CONJONCTURE. D'après la dernière étude réalisée par BTP Banque, même si la reprise économique est indéniable, les trésoreries des entreprises du BTP souffrent encore et toujours. La faute notamment aux prix bas et à la hausse du coût des matériaux.
La reprise est bien là, mais les entreprises du BTP ne sont pas encore guéries. Ainsi pourrait-on résumer le contenu de la dernière étude de conjoncture réalisée par BTP Banque (1). Cette publication annuelle est réputée pour être la plus proche du vécu des entreprises parmi celles qui concernent le secteur de la construction. "2015 aura été le point bas. 2016 est l'année du retournement", explique Claude Lavisse, président du directoire de l'organisme, à Batiactu. "La situation évolue donc plutôt favorablement, mais cela reste dur pour les entreprises."
Preuve de ces difficultés, en 2016, le taux de la valeur ajoutée a diminué, alors même que les carnets de commandes se regarnissaient (de l'ordre de +3 à +4% de chiffre d'affaires). "C'est le résultat d'une concurrence toujours agressive, qui se concrétise par des prix bas", nous explique Claude Lavisse. "Ce à quoi s'ajoute une hausse des coûts des matériaux." Dans le gros oeuvre, ainsi, le taux de valeur ajoutée baisse légèrement, de 0,3 point (à 37,6%), ainsi que dans le second oeuvre (-0,5 point, à 39,8%) et les travaux publics (-0,1 point, à 40,4%).
La productivité des salariés a augmenté
"Un point positif : celui de la baisse du poids des charges de personnel dans la valeur ajoutée", observe toutefois Claude Lavisse. Cette part ne cesse d'augmenter depuis le début de la crise, en 2008. Elle a atteint son point haut en 2015 (89,2% dans le second oeuvre, 88% dans le gros oeuvre, 82,3% dans les TP), avant de décroître légèrement en 2016. "La reprise de l'activité fait que les entreprises, qui avaient l'habitude d'être en léger sureffectif ces dernières années, trouvent assez de travail pour employer tout le monde", nous éclaire Claude Lavisse. "Ainsi, la productivité augmente."
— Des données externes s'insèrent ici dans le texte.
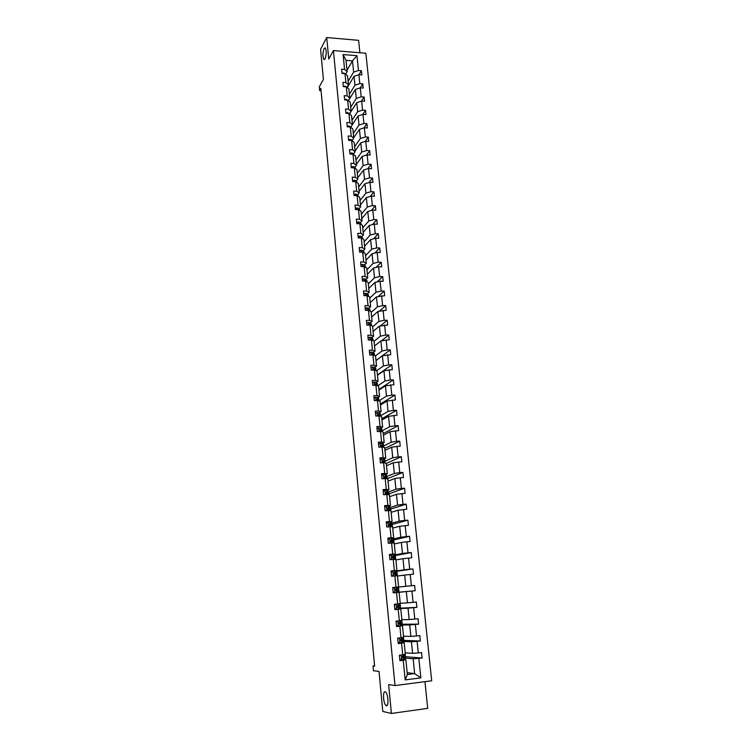 <?xml version="1.0" encoding="UTF-8"?>
<svg xmlns="http://www.w3.org/2000/svg" width="751" height="751" viewBox="0 0 751 751"><rect width="100%" height="100%" fill="white"/><g stroke="black" fill="none" stroke-linecap="round" stroke-linejoin="round"><path stroke-width="1.13" d="M325.08 58.878L323.831 59.451C322.583 56.419 322.667 52.758 324.085 48.449L325.343 47.848C326.591 50.918 326.507 54.598 325.08 58.878M386.399 705.743L385.826 705.396C383.254 703.236 382.578 690.976 385.075 691.765L385.676 692.112C388.258 694.253 388.924 706.653 386.399 705.743M359.898 52.767L358.612 40.338L326.713 37.55L328.778 59.057L333.406 50.561L395.017 685.569L388.633 684.565L391.402 713.45L427.713 708.371L424.953 681.655M391.402 713.45L382.775 711.432L379.011 671.403L373.472 670.718L373.031 665.94L374.636 666.118L320.846 88.374L319.654 90.514L321.053 90.608M326.713 37.55L320.583 49.322L323.409 79.456L319.306 86.844L319.654 90.514M395.017 685.569L431.694 680.782L365.868 53.265L333.406 50.561M348.107 81.324L353.637 72.134L352.491 60.869L356.969 55.696L358.49 70.491L361.428 70.716L358.978 74.687M347 70.209L352.491 60.869L346.014 60.343L347.14 71.636L345.638 74.189M353.637 72.134L358.49 70.491M349.393 94.232L354.97 85.239L354.059 76.33L358.922 74.687L361.86 74.912L361.428 70.716M358.922 74.687L359.832 83.614L362.78 83.83L360.236 87.848M350.698 107.224L356.303 98.419L355.392 89.453L360.273 87.839L363.212 88.045L362.78 83.83M360.273 87.839L361.193 96.823L364.141 97.029L361.475 101.122M352.003 120.301L357.654 111.692L356.734 102.671L361.625 101.075L364.582 101.272L364.141 97.029M361.625 101.075L362.555 110.115L365.512 110.303L362.714 114.49M353.317 133.462L359.006 125.051L358.086 115.964L362.996 114.396L365.962 114.584L365.512 110.303M362.996 114.396L363.935 123.493L366.901 123.671L363.953 127.933M354.632 146.698L360.367 138.484L359.438 129.341L364.376 127.801L367.342 127.98L366.901 123.671M364.376 127.801L365.315 136.964L368.29 137.123L365.193 141.47M355.965 160.029L361.738 152.012L360.809 142.812L365.756 141.301L368.732 141.46L368.29 137.123M365.756 141.301L366.704 150.519L369.689 150.669L366.432 155.091M357.307 173.434L363.118 165.633L362.179 156.368L367.155 154.875L370.14 155.025L369.689 150.669M367.155 154.875L368.103 164.159L371.097 164.3L367.661 168.815M358.649 186.933L364.507 179.329L363.568 170.008L368.553 168.553L371.548 168.684L371.097 164.3M368.553 168.553L369.511 177.893L372.515 178.015L368.891 182.615M360.011 200.517L365.906 193.129L364.958 183.742L369.971 182.305L372.975 182.427L372.515 178.015M369.971 182.305L370.938 191.712L373.942 191.824L370.112 196.518M361.372 214.185L367.323 207.013L366.357 197.569L371.388 196.161L374.402 196.264L373.942 191.824M371.388 196.161L372.365 205.624L375.378 205.718L371.332 210.505M362.752 227.938L368.741 220.982L367.774 211.482L372.825 210.102L375.838 210.186L375.378 205.718M372.825 210.102L373.801 219.621L376.824 219.705L372.534 224.587M364.132 241.784L370.168 235.054L369.192 225.478L374.261 224.127L377.293 224.211L376.824 219.705M374.261 224.127L375.247 233.721L378.279 233.786L373.726 238.771M365.521 255.725L371.604 249.21L370.618 239.578L375.716 238.255L378.748 238.32L378.279 233.786M375.716 238.255L376.702 247.905L379.743 247.961L374.909 253.049M366.929 269.75L373.05 263.47L372.064 253.772L377.171 252.477L380.213 252.524L379.743 247.961M377.171 252.477L378.166 262.193L381.217 262.23L376.063 267.422M368.337 283.878L374.505 277.814L373.51 268.051L378.645 266.783L381.696 266.821L381.217 262.23M378.645 266.783L379.64 276.565L382.7 276.593L377.199 281.897M369.755 298.091L375.969 292.261L374.965 282.432L380.119 281.193L383.179 281.221L382.7 276.593M380.119 281.193L381.132 291.041L384.202 291.05L378.307 296.476M371.182 312.388L377.443 306.802L376.439 296.908L384.681 295.706L384.202 291.05M381.611 295.706L382.625 305.619L385.704 305.61L379.386 311.149M372.618 326.798L378.926 321.437L377.913 311.477L386.183 310.294L385.704 305.61M383.104 310.304L384.136 320.283L387.216 320.264L380.419 325.925M374.073 341.292L380.419 336.176L379.405 326.15L387.704 324.986L387.216 320.264M384.615 325.005L385.648 335.059L388.746 335.021L381.405 340.813M375.491 355.908L381.93 351.017L380.898 340.926L389.234 339.771L388.746 335.021M386.136 339.809L387.178 349.928L390.276 349.872L375.988 360.536M376.664 370.806L383.442 365.953L382.409 355.796L390.773 354.65L390.276 349.872M387.666 354.707L388.708 364.892L391.825 364.826L377.434 374.946M377.8 385.807L384.963 380.992L383.93 370.759L392.322 369.642L391.825 364.826M389.206 369.717L390.257 379.968L393.383 379.884L378.88 389.459M378.88 400.921L386.502 396.134L385.46 385.836L393.881 384.728L393.383 379.884M390.755 384.822L391.815 395.148L394.951 395.045L380.335 404.057M380.025 416.073L388.051 411.388L387 401.015L395.448 399.926L394.951 395.045M392.322 400.03L393.383 410.421L396.528 410.309L381.808 418.758M381.273 431.234L389.609 426.737L388.549 416.298L397.035 415.228L396.528 410.309M393.89 415.35L394.96 425.808L398.114 425.676L383.282 433.552M382.606 446.573L391.177 442.198L390.107 431.684L398.621 430.623L398.114 425.676M395.477 430.764L396.556 441.306L399.71 441.156L384.775 448.441M385.047 461.245L392.754 457.763L391.684 447.174L400.227 446.141L399.71 441.156M397.063 446.291L398.161 456.908L401.325 456.739L386.267 463.433M386.577 476.613L394.341 473.43L393.261 462.776L401.841 461.752L401.325 456.739M398.668 461.931L399.767 472.614L402.949 472.426L387.657 478.575M388.117 492.074L395.946 489.22L394.857 478.481L403.465 477.486L402.949 472.426M400.292 477.674L401.391 488.432L404.582 488.234L389.178 493.764M389.666 507.648L397.561 505.113L396.462 494.299L405.108 493.323L404.582 488.234M401.916 493.529L403.024 504.362L406.225 504.146L390.708 509.056M391.233 523.325L399.185 521.119L398.077 510.229L406.751 509.272L406.225 504.146M403.559 509.497L404.676 520.405L407.877 520.171L392.238 524.451M392.801 539.115L400.818 537.237L399.701 526.273L408.413 525.334L407.877 520.171M405.202 525.578L406.338 536.561L409.548 536.308L393.787 539.96M394.388 555.008L402.461 553.468L401.344 542.429L410.084 541.509L409.548 536.308M406.864 541.771L408.009 552.839L411.229 552.558L395.345 555.562M395.984 571.023L404.122 569.821L402.996 558.697L411.773 557.796L411.229 552.558M408.544 558.077L409.689 569.22L412.919 568.929L396.913 571.276M397.589 587.141L405.793 586.287L404.658 575.078L413.463 574.196L412.919 568.929M410.224 574.506L411.379 585.733L414.627 585.414L397.589 587.169M400.236 603.306L407.474 602.865L406.329 591.581L415.172 590.718L414.627 585.414M411.923 591.046L413.088 602.349L416.336 602.02L416.889 607.362L400.602 608.15M401.879 619.697L409.164 619.566L408.018 608.207L416.889 607.362M413.641 607.709L414.805 619.096L418.072 618.74L418.626 624.128L402.198 624.222M403.522 636.21L410.872 636.388L409.708 624.945L418.626 624.128M415.359 624.485L416.533 635.956L419.809 635.581L420.372 641.007L403.822 640.406M405.183 652.826L412.59 653.332L411.426 641.805L420.372 641.007M417.096 641.392L418.279 652.948L421.564 652.553L422.128 658.017L405.446 656.712M407.164 672.699L414.646 673.591L413.144 658.787L422.128 658.017M418.842 658.411L420.842 677.881L405.193 679.899L403.249 660.326L399.926 660.73L399.382 655.219L402.705 654.825L401.55 643.203L398.237 643.588L397.692 638.115L401.006 637.74L399.861 626.203L396.556 626.569L396.021 621.133L399.325 620.777L398.19 609.324L394.885 609.671L394.359 604.283L397.654 603.945L396.519 592.567L393.233 592.896L392.707 587.545L395.993 587.226L394.866 575.933L391.59 576.242L391.064 570.929L394.341 570.629L393.233 559.42L389.966 559.702L389.44 554.435L392.707 554.154L391.6 543.02L388.342 543.292L387.826 538.054L391.083 537.791L389.985 526.742L386.737 526.986L386.221 521.785L389.469 521.541L388.38 510.577L385.141 510.802L384.634 505.639L387.863 505.414L386.784 494.524L383.554 494.731L383.048 489.605L386.277 489.399L385.207 478.584L381.987 478.772L381.48 473.684L384.7 473.496L383.63 462.757L380.419 462.926L379.922 457.875L383.132 457.706L382.071 447.033L378.87 447.192L378.373 442.17L381.574 442.02L380.522 431.421L377.331 431.562L376.842 426.577L380.025 426.446L378.983 415.923L375.8 416.045L375.312 411.097L378.485 410.975L377.453 400.527L374.28 400.64L373.801 395.721L376.964 395.617L375.932 385.244L372.768 385.329L372.289 380.447L375.453 380.363L374.43 370.055L371.276 370.13L370.797 365.286L373.942 365.211L372.928 354.979L369.783 355.035L369.314 350.219L372.449 350.173L371.445 340.006L368.309 340.043L367.84 335.256L370.966 335.228L369.961 325.127L366.835 325.155L366.375 320.405L369.492 320.377L368.497 310.351L365.38 310.36L364.92 305.638L368.028 305.638L367.042 295.678L363.935 295.669L363.475 290.984L366.572 290.994L365.596 281.099L362.498 281.081L362.038 276.424L365.127 276.452L364.151 266.624L361.062 266.586L360.611 261.958L363.7 261.996L362.724 252.242L359.645 252.186L359.194 247.595L362.273 247.652L361.306 237.954L358.236 237.889L357.786 233.326L360.855 233.392L359.898 223.76L356.838 223.676L356.387 219.142L359.447 219.226L358.499 209.66L355.448 209.567L354.998 205.061L358.049 205.164L357.11 195.654L354.059 195.542L353.618 191.073L356.669 191.186L355.73 181.742L352.688 181.62L352.247 177.17L355.289 177.302L354.35 167.914L351.327 167.783L350.886 163.361L353.918 163.502L352.989 154.18L349.966 154.039L349.534 149.646L352.557 149.796L351.637 140.54L348.624 140.381L348.192 136.015L351.205 136.184L350.285 126.985L347.281 126.806L346.859 122.479L349.863 122.657L348.952 113.514L345.958 113.326L345.535 109.026L348.52 109.214L347.619 100.136L344.634 99.93L344.211 95.659L347.197 95.865L346.305 86.844L343.329 86.628L342.907 82.375L345.882 82.591L344.991 73.626L342.024 73.401L341.602 69.186L344.568 69.411L343.094 54.56L356.969 55.696M344.991 73.626L347.563 75.842L348.455 84.769L346.896 87.332M348.455 84.769L345.882 82.591M347.215 87.604L354.059 76.33M354.97 85.239L359.832 83.614M346.305 86.844L348.877 88.993L349.769 97.977L348.464 100.54M349.769 97.977L347.197 95.865M348.351 100.728L355.392 89.453M356.303 98.419L361.193 96.823M347.619 100.136L350.191 102.23L351.102 111.279L349.497 113.758M351.102 111.279L348.52 109.214M349.553 113.833L356.734 102.671M357.654 111.692L362.555 110.115M348.952 113.514L351.524 115.56L352.435 124.657L350.83 127.088M352.435 124.657L349.863 122.657M352.416 124.506L358.086 115.964M359.006 125.051L363.935 123.493M350.285 126.985L352.867 128.965L353.777 138.128L352.163 140.503M353.777 138.128L351.205 136.184M353.74 137.696L359.438 129.341M360.367 138.484L365.315 136.964M351.637 140.54L354.209 142.465L355.139 151.683L353.505 153.993M355.139 151.683L352.557 149.796M355.063 150.96L360.809 142.812M361.738 152.012L366.704 150.519M352.989 154.18L355.57 156.048L356.5 165.333L354.847 167.586M356.5 165.333L353.918 163.502M356.396 164.309L362.179 156.368M363.118 165.633L368.103 164.159M354.35 167.914L356.932 169.717L357.87 179.057L356.209 181.254M357.87 179.057L355.289 177.302M357.739 177.752L363.568 170.008M364.507 179.329L369.511 177.893M355.73 181.742L358.311 183.479L359.25 192.885L357.579 195.016M359.25 192.885L356.669 191.186M359.091 191.27L364.958 183.742M365.906 193.129L370.938 191.712M357.11 195.654L359.691 197.335L360.64 206.797L358.959 208.872M360.64 206.797L358.049 205.164M360.452 204.882L366.357 197.569M367.323 207.013L372.365 205.624M358.499 209.66L361.09 211.275L362.038 220.803L360.339 222.812M362.038 220.803L359.447 219.226M361.813 218.579L367.774 211.482M368.741 220.982L373.801 219.621M359.898 223.76L362.489 225.309L363.446 234.903L361.738 236.847M363.446 234.903L360.855 233.392M363.193 232.369L369.192 225.478M370.168 235.054L375.247 233.721M361.306 237.954L363.897 239.438L364.864 249.097L363.146 250.975M364.864 249.097L362.273 247.652M364.582 246.244L370.618 239.578M371.604 249.21L376.702 247.905M362.724 252.242L365.315 253.66L366.291 263.376L364.554 265.197M366.291 263.376L363.7 261.996M365.972 260.212L372.064 253.772M373.05 263.47L378.166 262.193M364.151 266.624L366.751 267.976L367.727 277.757L365.981 279.513M367.727 277.757L365.127 276.452M367.38 274.265L373.51 268.051M374.505 277.814L379.64 276.565M365.596 281.099L368.187 282.395L369.173 292.242L367.417 293.923M369.173 292.242L366.572 290.994M368.788 288.422L374.965 282.432M375.969 292.261L381.132 291.041M367.042 295.678L369.633 296.898L370.628 306.812L368.854 308.426M370.628 306.812L368.028 305.638M370.215 302.662L376.439 296.908M377.443 306.802L382.625 305.619M368.497 310.351L371.097 311.505L372.092 321.484L370.309 323.033M372.092 321.484L369.492 320.377M371.642 316.997L377.913 311.477M378.926 321.437L384.136 320.283M369.961 325.127L372.562 326.206L373.566 336.26L371.773 337.734M373.566 336.26L370.966 335.228M373.087 331.426L379.405 326.15M380.419 336.176L385.648 335.059M371.445 340.006L374.045 341.01L375.049 351.13L373.238 352.538M375.049 351.13L372.449 350.173M374.533 345.958L380.898 340.926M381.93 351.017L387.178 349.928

Un autre point encourageant est celui du rebond du taux de marge nette pour toutes les catégories d'entreprises. Dans le gros oeuvre, il passe de 1,4% à 1,6%, dans le second oeuvre de 1,5% à 1,9% et dans les TP de 1,7% à 2,3%. "Cet état de fait s'accompagne d'une chute très nette de la part des entreprises en perte", ajoute Claude Lavisse. En effet, dans les TP notament, on passe de 17,4% à 12,9% entre 2015 et 2016 (environ 17% dans les deux autres segments d'activité).
Les besoins en fonds de roulement élevés en 2016-2017
L'étude BTP banque révèle par ailleurs une augmentation en 2016 de l'utilisation de personnel extérieur à l'entreprise (surtout dans le gros oeuvre, où on passe de 5,3% à 6,4%). Ce qui concerne les salariés intérimaires et détachés.
En matière de délais de paiement, les délais clients restent élevés (de 83,4 jours de production pour le second oeuvre à 90,1 jours pour les travaux publics), et les délais fournisseurs augmentent assez fortement depuis 2014. Résultat, les trésoreries souffrent. Mais elles subissent également le contrecoup de la reprise économique : certaines sociétés priorisent le carnet de commandes plutôt que de se concentrer sur les affaires les plus rentables - comme conseille de la faire BTP Banque. Elles prennent ainsi le risque de mettre à mal leurs trésoreries, déjà échaudées par des années de crise. "Il ne suffit pas d'une année d'activité correcte pour reconstruire la santé financière d'une entreprise", illustre Claude Lavisse.
Qu'en est-il en 2017 ? "Nous nous situons dans la même lignée que 2016", nous révèle Clause Lavisse. "Il semblerait que les prix s'améliorent un peu, mais les besoins en fonds de roulement restent fort. Nous le voyons au niveau très élevé de demande en crédits de trésorerie." Les récentes annonces d'Emmanuel Macron aux 24 heures du bâtiment devraient également contribuer à soutenir le secteur dans les annees à venir. "Le secteur entre probablement dans une période de quelques années où il bénéficiera de conditions plus favorables. Le Grand Paris sera d'ailleurs un grand pourvoyeur d'activités en Île-de-France", conclut Claude Lavisse.
(1) Etude réalisée sur la base d'un échantillon 3.636 entreprises soumises à l'impôt sur les sociétés ayant un CA compris entre 500.000 et 150 millions d'euros (gros oeuvre, second oeuvre et travaux publics).